April 6, 2011

No Experience Needed

The infamous Washington State 'No Strips For Kids' idea was the subject of a post I read today. The gist was that in part this may have been the result of a system that considers it a conflict of interest to have specialist with clinical experience in a given field participate in how that field get managed. So no endos when considering strip use for effective diabetes management. I would love to know if these assertions are accurate. If so:


That is Moronic.

Now in all fairness I read this on the Internet so there is a fair shot that it is not entirely accurate. The dude who wrote it flat out says he didn't have time to fact check it. Here is the bit from Forbes.

This gets me to a recent pair of Wall Street Journal editorials on the Washington state health panel, called the Health Technology Assessment committee, which was considering denying reimbursement for test strips that help diabetic children self-monitor their blood sugar levels. (Coincidentally, last September, Leah Hole-Curry, director of HTAC, was appointed to the governing board of President Obama’s comparative effectiveness research program, the Patient-Centered Outcomes Research institute.)
The HTAC had previously suggested that there wasn’t enough evidence that self-monitoring was clinically beneficial. But this was, in part, an unfair criticism: it’s difficult to conduct a trial in which you ask diabetic children not to monitor their blood sugar levels. The idea that poorly monitoring one’s blood sugar levels is a good thing defies decades of understanding.
So why would the HTAC consider denying reimbursement for test strips? “One reason that the panel chose to prosecute this case,” suggests the WSJ, “may be that its strict conflict-of-interest rules prevent specialists from setting priorities. The 11-member Health Technology Assessement [committee], naturally, does not include an endocrinologist or any other physician with relevant clinical experience whose expertise might pollute the findings.”
I don’t have time to dig into HTAC’s conflict-of-interest rules myself to see whether or not this is the case.
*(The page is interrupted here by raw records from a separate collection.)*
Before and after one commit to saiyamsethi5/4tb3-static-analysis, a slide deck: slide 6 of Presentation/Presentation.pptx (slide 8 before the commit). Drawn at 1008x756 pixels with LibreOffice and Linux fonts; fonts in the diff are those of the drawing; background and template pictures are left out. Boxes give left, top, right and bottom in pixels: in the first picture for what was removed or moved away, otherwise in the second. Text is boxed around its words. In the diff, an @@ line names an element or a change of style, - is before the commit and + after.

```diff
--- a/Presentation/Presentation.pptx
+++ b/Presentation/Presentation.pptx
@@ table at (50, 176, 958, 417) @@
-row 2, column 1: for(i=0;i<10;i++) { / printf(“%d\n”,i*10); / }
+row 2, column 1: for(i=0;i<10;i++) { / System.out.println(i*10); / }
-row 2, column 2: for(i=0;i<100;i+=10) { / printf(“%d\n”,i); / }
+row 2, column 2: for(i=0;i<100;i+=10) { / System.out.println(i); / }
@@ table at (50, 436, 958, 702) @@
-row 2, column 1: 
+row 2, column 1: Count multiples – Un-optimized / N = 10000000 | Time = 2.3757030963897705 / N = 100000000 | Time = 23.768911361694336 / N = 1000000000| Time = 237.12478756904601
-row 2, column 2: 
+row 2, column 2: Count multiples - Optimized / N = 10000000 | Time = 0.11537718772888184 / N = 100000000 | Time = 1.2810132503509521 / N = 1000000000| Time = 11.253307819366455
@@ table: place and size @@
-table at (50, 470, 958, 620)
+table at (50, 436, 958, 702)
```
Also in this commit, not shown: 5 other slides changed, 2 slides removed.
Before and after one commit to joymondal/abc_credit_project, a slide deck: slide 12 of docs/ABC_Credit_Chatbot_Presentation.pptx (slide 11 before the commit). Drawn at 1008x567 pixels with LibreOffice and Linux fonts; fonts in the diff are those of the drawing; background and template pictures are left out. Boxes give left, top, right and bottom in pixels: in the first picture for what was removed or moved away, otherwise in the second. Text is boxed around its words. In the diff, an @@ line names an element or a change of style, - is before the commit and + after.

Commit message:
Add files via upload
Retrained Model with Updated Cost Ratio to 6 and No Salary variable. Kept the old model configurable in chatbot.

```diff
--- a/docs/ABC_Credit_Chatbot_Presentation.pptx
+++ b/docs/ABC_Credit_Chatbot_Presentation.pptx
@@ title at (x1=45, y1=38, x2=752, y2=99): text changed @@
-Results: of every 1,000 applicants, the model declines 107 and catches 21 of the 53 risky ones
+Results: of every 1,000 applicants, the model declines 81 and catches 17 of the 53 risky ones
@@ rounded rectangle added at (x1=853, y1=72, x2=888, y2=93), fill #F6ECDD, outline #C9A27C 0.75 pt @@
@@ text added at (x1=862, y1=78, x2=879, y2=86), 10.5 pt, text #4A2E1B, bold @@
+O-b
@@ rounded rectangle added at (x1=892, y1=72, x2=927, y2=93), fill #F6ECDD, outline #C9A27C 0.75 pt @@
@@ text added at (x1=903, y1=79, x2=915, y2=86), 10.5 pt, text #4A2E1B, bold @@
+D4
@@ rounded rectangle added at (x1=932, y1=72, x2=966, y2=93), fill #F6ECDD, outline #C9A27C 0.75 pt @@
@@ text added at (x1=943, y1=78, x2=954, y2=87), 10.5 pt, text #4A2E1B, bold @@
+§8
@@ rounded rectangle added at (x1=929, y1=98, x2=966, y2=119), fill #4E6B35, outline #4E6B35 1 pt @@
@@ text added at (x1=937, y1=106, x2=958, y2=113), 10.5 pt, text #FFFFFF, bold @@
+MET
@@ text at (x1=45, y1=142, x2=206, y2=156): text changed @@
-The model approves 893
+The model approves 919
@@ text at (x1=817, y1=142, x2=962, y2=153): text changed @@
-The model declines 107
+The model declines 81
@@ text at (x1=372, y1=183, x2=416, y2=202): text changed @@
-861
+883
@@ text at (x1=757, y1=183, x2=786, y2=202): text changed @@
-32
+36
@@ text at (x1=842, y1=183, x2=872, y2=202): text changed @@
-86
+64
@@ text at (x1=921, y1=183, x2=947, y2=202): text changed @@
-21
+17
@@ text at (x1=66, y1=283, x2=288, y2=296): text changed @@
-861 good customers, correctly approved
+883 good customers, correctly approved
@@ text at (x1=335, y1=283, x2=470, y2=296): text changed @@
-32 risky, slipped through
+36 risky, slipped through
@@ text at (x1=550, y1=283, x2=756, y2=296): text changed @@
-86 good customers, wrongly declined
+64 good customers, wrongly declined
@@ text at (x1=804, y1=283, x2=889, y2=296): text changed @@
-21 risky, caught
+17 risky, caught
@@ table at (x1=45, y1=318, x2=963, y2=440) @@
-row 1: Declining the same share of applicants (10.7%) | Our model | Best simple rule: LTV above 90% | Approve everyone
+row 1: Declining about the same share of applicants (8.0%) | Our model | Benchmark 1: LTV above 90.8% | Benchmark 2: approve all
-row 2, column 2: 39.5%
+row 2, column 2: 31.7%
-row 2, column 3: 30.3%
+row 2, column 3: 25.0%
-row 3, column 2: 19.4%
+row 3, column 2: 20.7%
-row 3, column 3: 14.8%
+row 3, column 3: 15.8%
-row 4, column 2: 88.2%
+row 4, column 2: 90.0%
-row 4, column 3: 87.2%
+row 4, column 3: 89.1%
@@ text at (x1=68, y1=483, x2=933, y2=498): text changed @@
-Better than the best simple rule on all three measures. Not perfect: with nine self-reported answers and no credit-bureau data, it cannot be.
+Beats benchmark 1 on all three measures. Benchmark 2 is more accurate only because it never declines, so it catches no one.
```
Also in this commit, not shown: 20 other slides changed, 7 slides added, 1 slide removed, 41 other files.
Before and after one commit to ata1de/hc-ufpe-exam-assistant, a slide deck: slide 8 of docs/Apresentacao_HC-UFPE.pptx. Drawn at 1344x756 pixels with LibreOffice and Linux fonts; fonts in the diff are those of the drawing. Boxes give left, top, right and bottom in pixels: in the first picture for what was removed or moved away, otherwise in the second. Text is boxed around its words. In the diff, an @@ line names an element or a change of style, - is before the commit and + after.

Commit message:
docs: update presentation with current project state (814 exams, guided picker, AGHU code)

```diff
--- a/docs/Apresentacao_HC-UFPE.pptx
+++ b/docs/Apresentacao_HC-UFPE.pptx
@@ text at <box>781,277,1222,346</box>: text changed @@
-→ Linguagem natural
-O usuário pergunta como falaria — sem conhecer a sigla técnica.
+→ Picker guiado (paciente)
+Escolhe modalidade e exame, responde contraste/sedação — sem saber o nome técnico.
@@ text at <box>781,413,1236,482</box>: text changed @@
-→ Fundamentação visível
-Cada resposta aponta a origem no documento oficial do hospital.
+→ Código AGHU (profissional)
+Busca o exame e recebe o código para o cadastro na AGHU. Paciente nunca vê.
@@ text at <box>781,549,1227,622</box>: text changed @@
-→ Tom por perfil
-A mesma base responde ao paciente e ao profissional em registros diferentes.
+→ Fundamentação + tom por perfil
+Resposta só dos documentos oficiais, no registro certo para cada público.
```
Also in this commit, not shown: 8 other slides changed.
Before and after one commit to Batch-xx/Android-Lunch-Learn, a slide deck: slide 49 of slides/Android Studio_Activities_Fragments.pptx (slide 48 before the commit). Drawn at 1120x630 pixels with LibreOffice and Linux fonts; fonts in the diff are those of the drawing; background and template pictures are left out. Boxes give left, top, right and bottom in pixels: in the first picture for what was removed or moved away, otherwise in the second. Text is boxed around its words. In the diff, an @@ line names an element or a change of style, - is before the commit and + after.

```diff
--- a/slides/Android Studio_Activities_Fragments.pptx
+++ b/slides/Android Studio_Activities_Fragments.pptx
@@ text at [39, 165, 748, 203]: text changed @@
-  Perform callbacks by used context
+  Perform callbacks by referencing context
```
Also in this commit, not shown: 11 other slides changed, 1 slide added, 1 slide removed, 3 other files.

  1. Words fail me. I guess there really are morons in the world. It sounds like HTAC has a large number of those.

  2. OK, as if we didn't already have enough of this! The internet will either keep us going, or will drive us insane. I haven't committed to either position on that!

  3. Commit to insanity my friend.

    Yes there has been too much of this but I missed the no endos talking about diabetes part. I hope it is internet virtual foolishness not actual world real foolishness.

  4. I think you should consider that the sources of the info from the Forbes article are two unsigned Wall Street Journal opinion pieces. WSJ is hardly unbiased when it comes to government management of anything and is on the lookout for anything it can blow out of proportion to attack the public provision of services from which the private sector makes huge profits.